Wanted: cdata Test Pilots

I need a few volunteers to please “test pilot” the development version of the R package cdata, please.

Jackie Cochran at 1938 Bendix Race
Jacqueline Cochran: at the time of her death, no other pilot held more speed, distance, or altitude records in aviation history than Cochran.

Our cdata package is using an upcoming new feature called “build_frame()” that allows for the very easy and legible entry of example data.frames.
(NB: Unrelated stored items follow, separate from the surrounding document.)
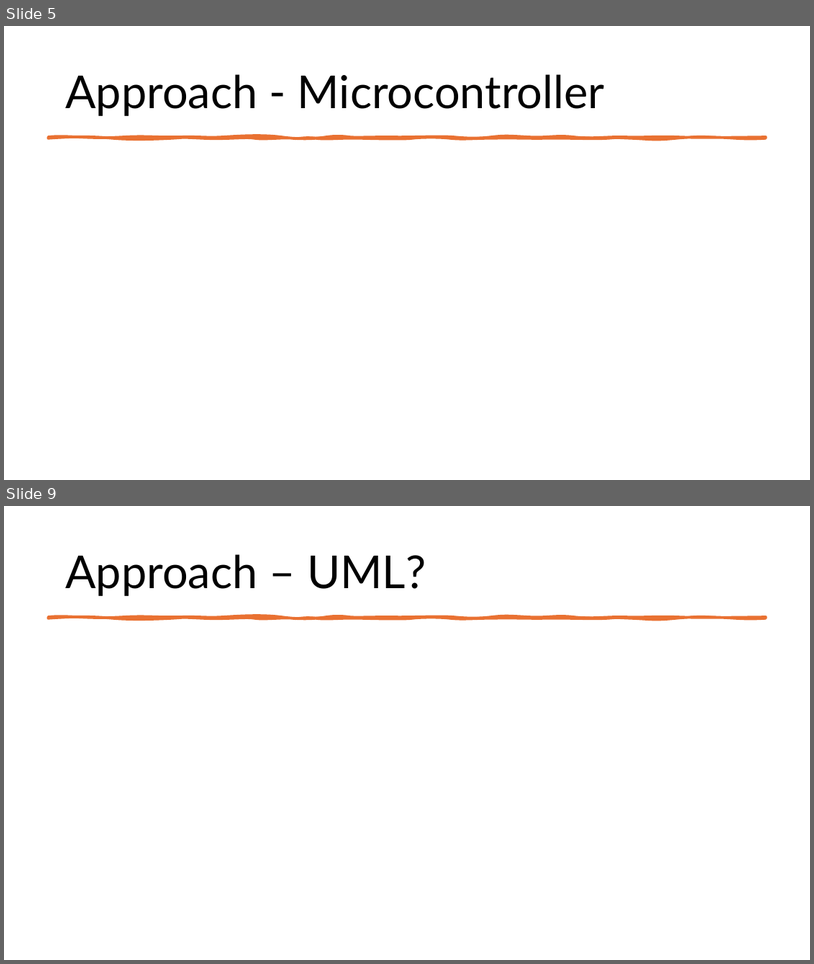
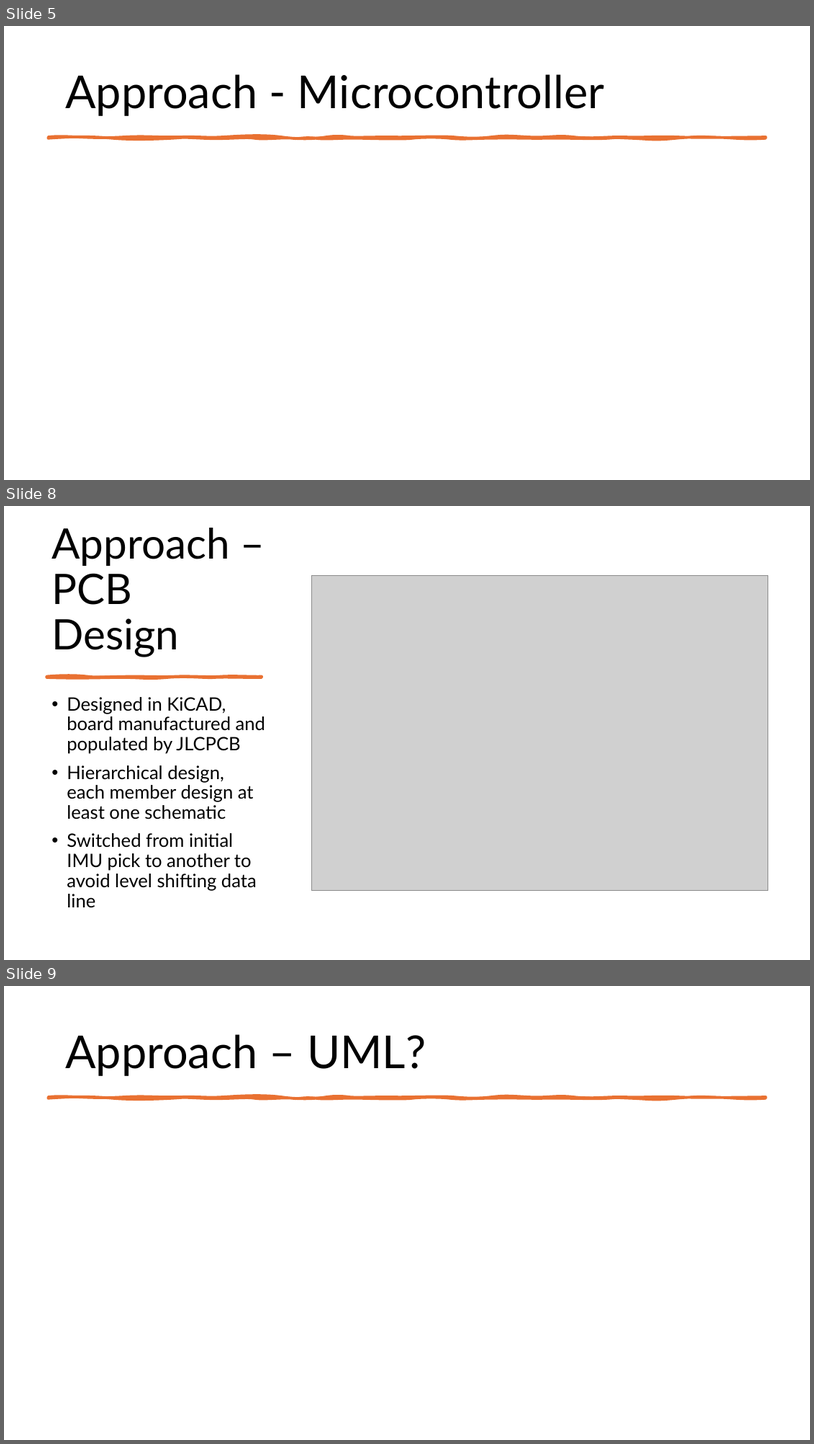
Before and after one commit to Tannyr-Singleterry/ECE590_SeniorDesign, a slide deck: Documents/FInal Presentation/Final_Presentation.pptx. Shown one above the other, each under a label of ours: slides 5 and 9 before the commit, slides 5, 8 and 9 after it; the slides between them are not shown. The pictures are 814x964 and 814x1444 pixels, drawn with LibreOffice and Linux fonts; fonts in the diff are those of the drawing; grey boxes stand for pictures. Boxes give left, top, right and bottom in pixels: in the first picture for what was removed or moved away, otherwise in the second. Text is boxed around its words. In the diff, an @@ line names an element or a change of style, - is before the commit and + after.

```diff
--- a/Documents/FInal Presentation/Final_Presentation.pptx
+++ b/Documents/FInal Presentation/Final_Presentation.pptx
@@ slide 8 added at (4,506,810,960), background #FFFFFF @@
@@ title added at (52,528,229,657), 50 pt, text #000000 @@
+Approach – PCB Design
@@ picture added at (312,576,769,890) @@
@@ freeform shape added at (46,676,262,677), fill #E97132, outline #E97132 3 pt @@
@@ text added at (67,697,265,907), 22 pt, text #000000 @@
+• Designed in KiCAD, board manufactured and populated by JLCPCB
+• Hierarchical design, each member design at least one schematic
+• Switched from initial IMU pick to another to avoid level shifting data line
```
Also in this commit, not shown: 1 slide changed, 2 other slides added, 3 slides removed, 1 other file.
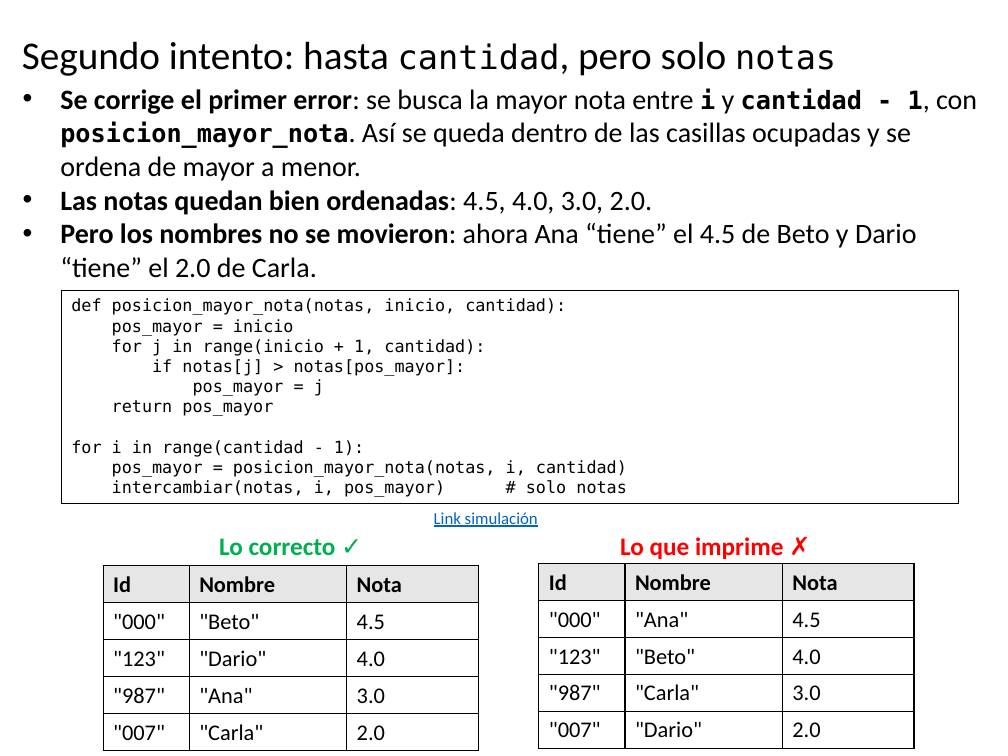
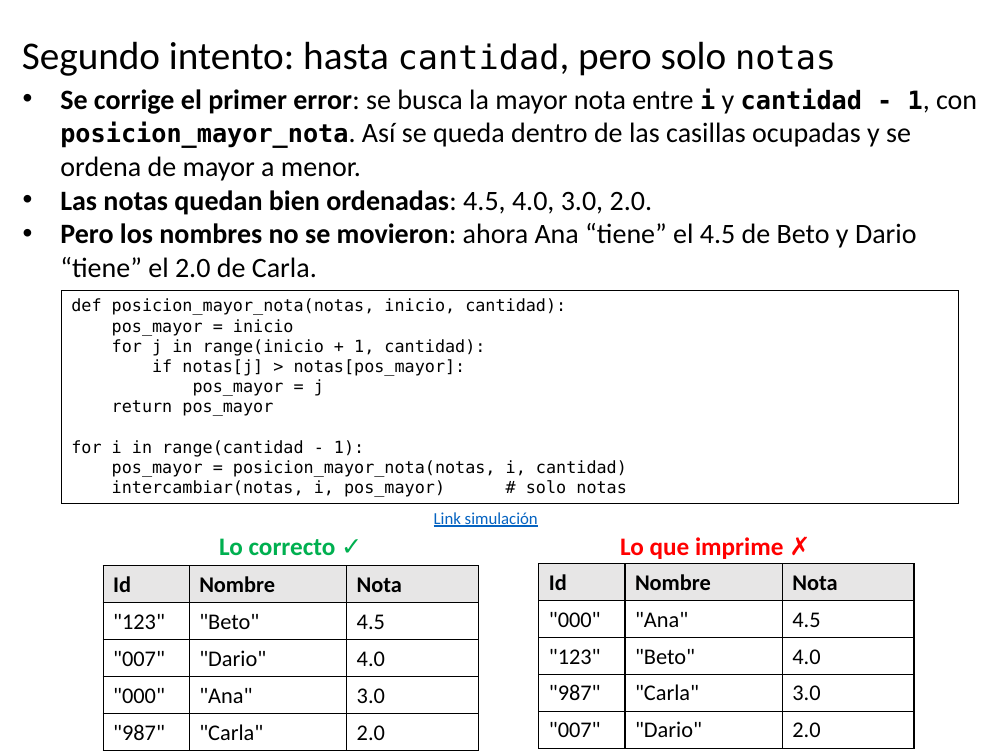
Before and after one commit to algoritmos-UdeA/logica1-20262, a slide deck: slide 49 of clases/12/teoria/clase-12.pptx (slide 50 before the commit). Drawn at 1008x756 pixels with LibreOffice and Linux fonts; fonts in the diff are those of the drawing. Boxes give left, top, right and bottom in pixels: in the first picture for what was removed or moved away, otherwise in the second. Text is boxed around its words. In the diff, an @@ line names an element or a change of style, - is before the commit and + after.

```diff
--- a/clases/12/teoria/clase-12.pptx
+++ b/clases/12/teoria/clase-12.pptx
@@ table at bbox=[103, 565, 478, 750] @@
@@ row 2, column 1: ""000"" to ""123"" @@
@@ row 3, column 1: ""123"" to ""007"" @@
@@ row 4, column 1: ""987"" to ""000"" @@
@@ row 5, column 1: ""007"" to ""987"" @@
```
Also in this commit, not shown: 1 slide removed, 8 other files.

It allows one to type in a data.frame in a row-oriented form (much like tibble::tribble()).

Using build_frame() we can type in a by-hand example data.frame as follows:

library("cdata")

d <- build_frame(
  "names", "x", "y" |
  "a"    , 1  ,  1  |
  "b"    , 2  ,  4  |
  "c"    , 3  ,  9  )

The idea is the above code looks very much like it prints (both are in a row-oriented form):

print(d)

#   names x  y
# 1     a 1  1
# 2     b 2  4
# 3     c 3  9

The number of columns was inferred from the location of the first infix operator “|“, and all other formatting details are irrelevant.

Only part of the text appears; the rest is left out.